Team Ice

Gabriele Sosso: From our perspective, the main challenge was certainly the gap between experiments and simulations, which is a well-known, long-standing issue in the field. The time and length scales involved in our computer simulations are drastically shorter than those characterising the experimental reality. However, we are very pleased to say that the combined efforts of the team have come a long way to fill that gap, thus paving the way for future collaborative work within the entire community. 
 
Kathryn Murray: Cryopreservation is such a multi-disciplinary field, therefore one challenge was making sure we had expertise across a diverse range of research areas. Luckily, we are fortunate to have a very inter-disciplinary group of hardworking, collaborative individuals.  

Dani Ballesteros: Very little was known on the effects of a diversity of plant explants in the formation of clouds and on the chemical/molecular basis of this phenomenon, as well as on the ecological and evolutionary aspects of it for plants. This work is unique in the field, not only for the diversity of species/explants investigated but also for the connections made between atmospheric sciences, plant evolution and distribution and cell cryopreservation. 

Kathryn Murray: I see this technology enabling some of the most exciting developments in modern medicine, such as the use of cell-based therapies. Being able to store large quantities of cell stocks for prolonged periods will allow key research as well as a traceable and effective supply chain for new therapies.  
 
Peter Kilbride: My area is cryopreservation, where this technology will have a large impact. Improving cryopreservation methods will not only increase regenerative medicine and new cancer treatments such as T-cell therapies, it will also allow materials to be preserved and used more widely in research, reducing waste and increasing supply of cells in research. 

Natalia Gonzalez-Martinez: This work will provide the basis for improving the safety and transport of cell-based therapies, aiming to increase patient accessibility to treatment.  
 
James Lapworth: The most immediate applications are being developed through a new spinout company, CryoLogyx Ltd., which is developing cryopreserved pre-plated cells for use in drug discovery and related research fields. These products have the potential to significantly increase the ease and the speed at which cell-based assays can be performed. Longer term applications also exist in the emerging cell therapy industry and in other high value biological therapeutics. 

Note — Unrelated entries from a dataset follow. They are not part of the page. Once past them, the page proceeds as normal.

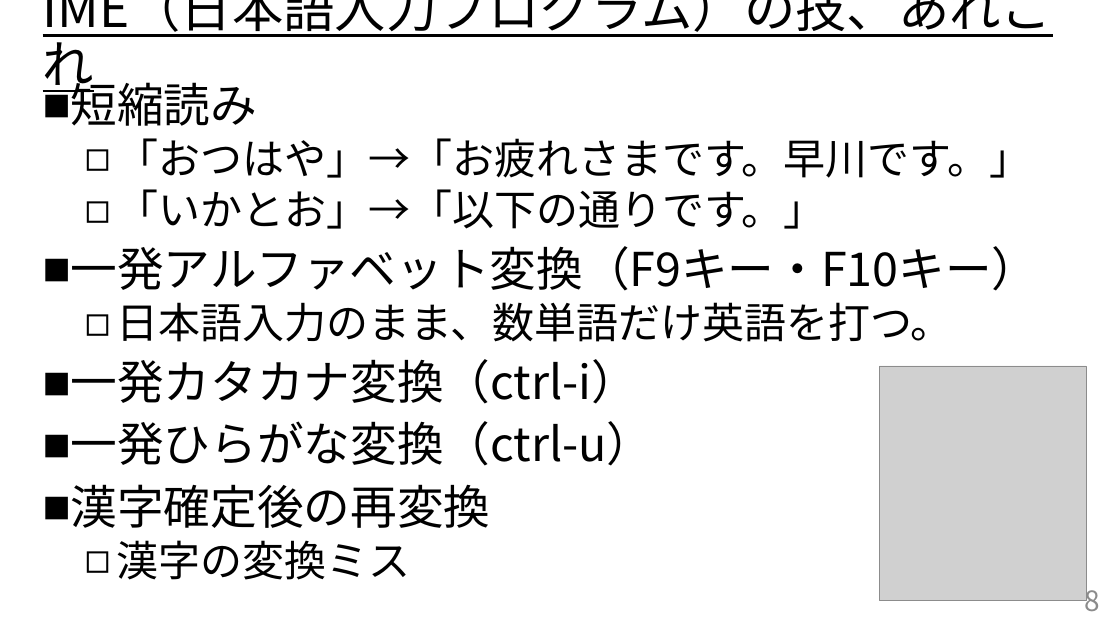
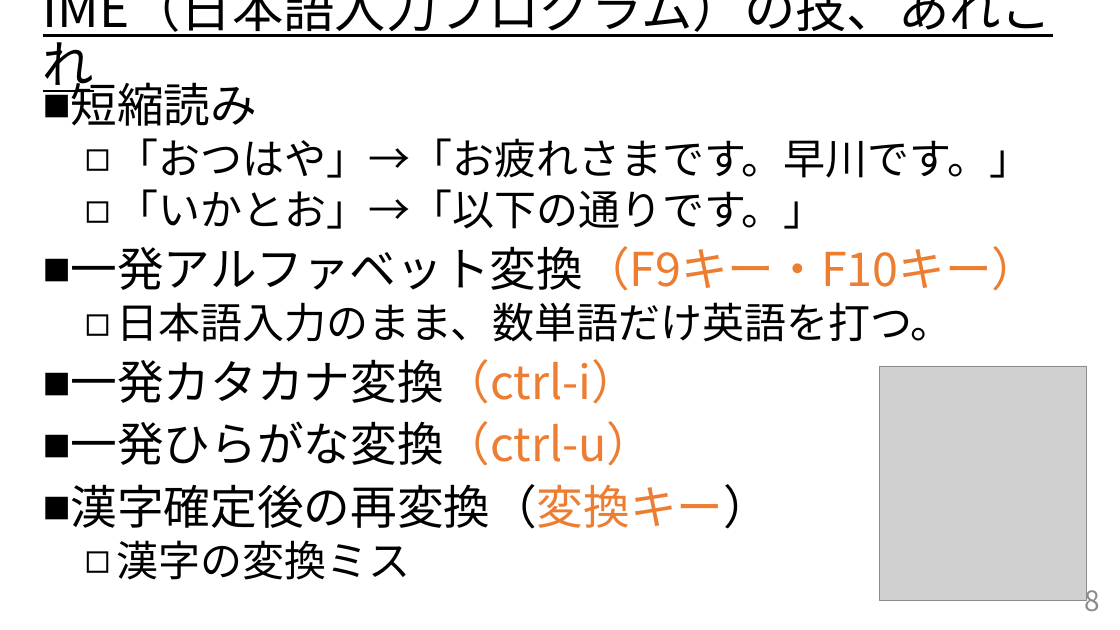
Before and after one commit to HAYAKAWATuyosi/-, a slide deck: slide 8 of ClipboardHistory/ClipboardHistoryのご紹介.pptx. Drawn at 1120x630 pixels with LibreOffice and Linux fonts; fonts in the diff are those of the drawing; grey boxes stand for pictures. Boxes give left, top, right and bottom in pixels: in the first picture for what was removed or moved away, otherwise in the second. Text is boxed around its words. In the diff, an @@ line names an element or a change of style, - is before the commit and + after.

```diff
--- a/ClipboardHistory/ClipboardHistoryのご紹介.pptx
+++ b/ClipboardHistory/ClipboardHistoryのご紹介.pptx
@@ text at <box>71,246,1039,466</box>: text colour #000000 to #ED7D31 in "一発アルファベット変換（F9キー・F10キー）", "一発カタカナ変換（ctrl-i）", "一発ひらがな変換（ctrl-u）" @@
@@ text at <box>71,484,770,529</box>: text changed @@
-■ 漢字確定後の再変換
+■ 漢字確定後の再変換（変換キー）
```
Also in this commit, not shown: 9 other slides changed, 3 slides added, 1 other file.

Dani Ballesteros: The team has already started to expand the research from pollen – the original project – to fungi and fern spores with some pilot projects and project proposals. I think we will expand into other plant groups (for example, bryophytes). I also think the number of species researched in each plant group will increase, as this will give us a better picture of the ice nucleation trait over ecological and phylogenetical aspects. Having this wide range of living organisms across kingdoms may also uncover a diverse set of molecules involved in ice nucleation, which will need deep chemical characterization and may lead to new applications.